「送り火」(第159回芥川賞)

tetu-eng2018-08-19

送り火」(第159回芥川賞
高橋弘希
文藝春秋9月号

お盆休み。

下関に墓参りに帰省。

親父が亡くなって13年、お袋が亡くなって5年、早いものです。お袋の亡くなる前後は、まだ、記憶が鮮明ですが、親父については、もう、あまり覚えていないのは、なんとも、薄情なことです。人間に与えられた恩寵として、「忘却」があります。人間は、忘れることで、明日を生きることができる。誰が言ったかは忘れました。

「Gone With The Wind」の名言は、「明日は明日の風が吹く」・・・類似語「ケセラセラ」「平々凡々」「行雲流水」などなど。うむ、話が変な方向に行きそうなので、Uターン。

毎年、この時期、芥川賞の発表があり、文藝春秋に全文が掲載されます。帰省の新幹線の車中で、発表されて、ほかほかの芥川賞の受賞作品を読むのが楽しみです。行きと帰りの時間で読みきれるのが、ちょうどいいのです。

さて、今年の受賞作は、「送り火」って、ストーリーは、お盆とは関係ありません。都会から田舎へ転校してきた、転校経験豊富な中学3年生の主人公は、田舎の少人数のクラスの中で、上手に溶け込んで生きます。しかし、この田舎の中学校の子供たちのなかでは、奇妙な遊びが流行っていました。主人公は、じょじょに「この奇妙な遊び」に引き込まれていきます。

「この奇妙な遊び」、最初は他愛もない内容でしたが、そのうち、「いろいろと暴力的な」色彩を帯びてきます。しかも、主人公が標的ではありませんが、「いじめ的な」要素も感じられるようになります。「この奇妙な遊び」のなかに、なんともいえない不安、不吉な匂いが漂ってきます。

送り火」では、「この奇妙な遊び」が小説の進行のアイテムになっています。読み手は、「この奇妙な遊び」のなかから、ストーリーの行き先を想像しますが、思いもよらない、とんでもない暴力的な事件が待ち受けているのです。

小説は、するすると読み進めるのですが、さて、この小説のテーマは何なのか?と、立ち止まって考えると、「この奇妙な遊び」ばかりが際立ってしまい、結局、最後まで判らずじまいになったのは、ぼくの読解力不足でしょうか?

それにしても、最近は、暴力的な作品が多いのは、何故でしょうか?「この奇妙な遊び」のまねをする人がでないことを祈ります。
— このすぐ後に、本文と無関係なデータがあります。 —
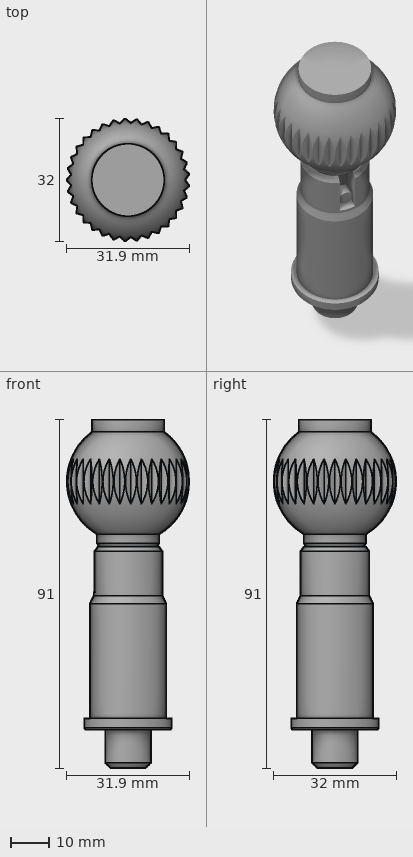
import cadquery as cq
import math

TOTAL_HEIGHT = 91.0
ROD_RADIUS = 6.0
ROD_TIP_CHAMFER = 1.5
STEM_RADIUS = 4.55

FLANGE_BOTTOM = 10.0
FLANGE_TOP = 13.0
FLANGE_RADIUS = 11.5
FLANGE_CHAMFER_RADIAL = 0.4
FLANGE_CHAMFER_HEIGHT = 0.55
BARREL_RADIUS = 10.0
BARREL_TOP = 42.95
BORE_STEP = BARREL_TOP
NECK_BOTTOM = 45.0
NECK_RADIUS = 9.0
NECK_CHAMFER_RADIAL = 0.9
NECK_CHAMFER_HEIGHT = 1.3
HOUSING_TOP = 57.9

SLOT_WIDTH = 4.2
SLOT_BOTTOM = 46.0
CROSS_PIN_RADIUS = 2.0
CROSS_PIN_HEIGHT = 48.6
CROSS_PIN_REACH = 7.5

BALL_RADIUS = 16.0
BALL_CENTRE = 74.9
BOSS_RADIUS = 9.5
COLLAR_RADIUS = 8.2
COLLAR_CHAMFER_RADIAL = 0.6
COLLAR_CHAMFER_HEIGHT = 0.9

GROOVE_COUNT = 33
GROOVE_WIDTH = 2.8
GROOVE_DEPTH = 1.1
TOOL_CLEARANCE = 0.9


def ball_height_at(radius):
    """Height above the ball's centre where the ball has the given radius."""
    return math.sqrt(BALL_RADIUS**2 - radius**2)


def make_housing():
    outline = [
        (ROD_RADIUS, FLANGE_BOTTOM),
        (FLANGE_RADIUS - FLANGE_CHAMFER_RADIAL, FLANGE_BOTTOM),
        (FLANGE_RADIUS, FLANGE_BOTTOM + FLANGE_CHAMFER_HEIGHT),
        (FLANGE_RADIUS, FLANGE_TOP),
        (BARREL_RADIUS, FLANGE_TOP),
        (BARREL_RADIUS, BARREL_TOP),
        (NECK_RADIUS, NECK_BOTTOM),
        (NECK_RADIUS, HOUSING_TOP - NECK_CHAMFER_HEIGHT),
        (NECK_RADIUS - NECK_CHAMFER_RADIAL, HOUSING_TOP),
        (STEM_RADIUS, HOUSING_TOP),
        (STEM_RADIUS, BORE_STEP),
        (ROD_RADIUS, BORE_STEP),
    ]
    sleeve = cq.Workplane("XZ").polyline(outline).close().revolve(360, (0, 0), (0, 1))
    slot = cq.Workplane("XY").box(
        BARREL_RADIUS, SLOT_WIDTH, HOUSING_TOP - SLOT_BOTTOM, centered=(False, True, False)
    )
    return sleeve.cut(slot.translate((-BARREL_RADIUS, 0, SLOT_BOTTOM)))


def make_groove():
    """V-shaped cutter along Z, centred on the +X side of the ball."""
    valley = BALL_RADIUS - GROOVE_DEPTH
    half_width = GROOVE_WIDTH / 2
    rim = math.sqrt(BALL_RADIUS**2 - half_width**2)
    cutter_outer = BALL_RADIUS + TOOL_CLEARANCE
    outer_half_width = half_width * (cutter_outer - valley) / (rim - valley)
    return (
        cq.Workplane("XY", origin=(0, 0, BALL_CENTRE))
        .polyline([(valley, 0), (cutter_outer, outer_half_width), (cutter_outer, -outer_half_width)])
        .close()
        .extrude(BALL_RADIUS / 2, both=True)
    )


def make_plunger():
    ball_bottom = BALL_CENTRE - ball_height_at(COLLAR_RADIUS)
    ball_top = BALL_CENTRE + ball_height_at(BOSS_RADIUS)
    plunger = (
        cq.Workplane("XZ")
        .lineTo(ROD_RADIUS - ROD_TIP_CHAMFER, 0)
        .lineTo(ROD_RADIUS, ROD_TIP_CHAMFER)
        .lineTo(ROD_RADIUS, BORE_STEP)
        .lineTo(STEM_RADIUS, BORE_STEP)
        .lineTo(STEM_RADIUS, HOUSING_TOP)
        .lineTo(COLLAR_RADIUS - COLLAR_CHAMFER_RADIAL, HOUSING_TOP)
        .lineTo(COLLAR_RADIUS, HOUSING_TOP + COLLAR_CHAMFER_HEIGHT)
        .lineTo(COLLAR_RADIUS, ball_bottom)
        .threePointArc((BALL_RADIUS, BALL_CENTRE), (BOSS_RADIUS, ball_top))
        .lineTo(BOSS_RADIUS, TOTAL_HEIGHT)
        .lineTo(0, TOTAL_HEIGHT)
        .close()
        .revolve(360, (0, 0), (0, 1))
    )
    cross_pin = (
        cq.Workplane("YZ", origin=(0, 0, CROSS_PIN_HEIGHT))
        .circle(CROSS_PIN_RADIUS)
        .extrude(-CROSS_PIN_REACH)
    )
    plunger = plunger.union(cross_pin)

    groove = make_groove()
    for index in range(GROOVE_COUNT):
        angle = index * 360 / GROOVE_COUNT
        plunger = plunger.cut(groove.rotate((0, 0, 0), (0, 0, 1), angle))
    return plunger


housing = make_housing()
plunger = make_plunger()

result = cq.Compound.makeCompound([housing.solids().val(), plunger.solids().val()])

話は変わりますが、今週の話題で一言言っておきたいことがあります。

下関国際と岡山創志館の試合で、創志館の西投手の過度なガッツポーズを審判が注意したこと。確かに、試合を観戦していて、ぼくは、西投手のガッツポーズには、不快な感じがしました。ガッツポーズは、自分を鼓舞する意味もあるかもしれませんが、相手チームに対して、「どうだ!」というように挑発し、威嚇する意味もあると思います。

彼のガッツポーズは、ぼくには、後者に見えました。彼自身には、そのようなつもりはないのでしょうが、審判も同じように感じたのだと思います。スポーツに限らず、また、アマ・プロの関係もなく、勝負事というものは、相手へのリスペクトを失ってはならないのです。西投手は、まだ、2年生。スポーツマンシップを、原点に立ち返って考えてみては如何ですか。

なお、ぼくが、下関出身だから、下関国際に肩入れをしているのではありません。あしからず。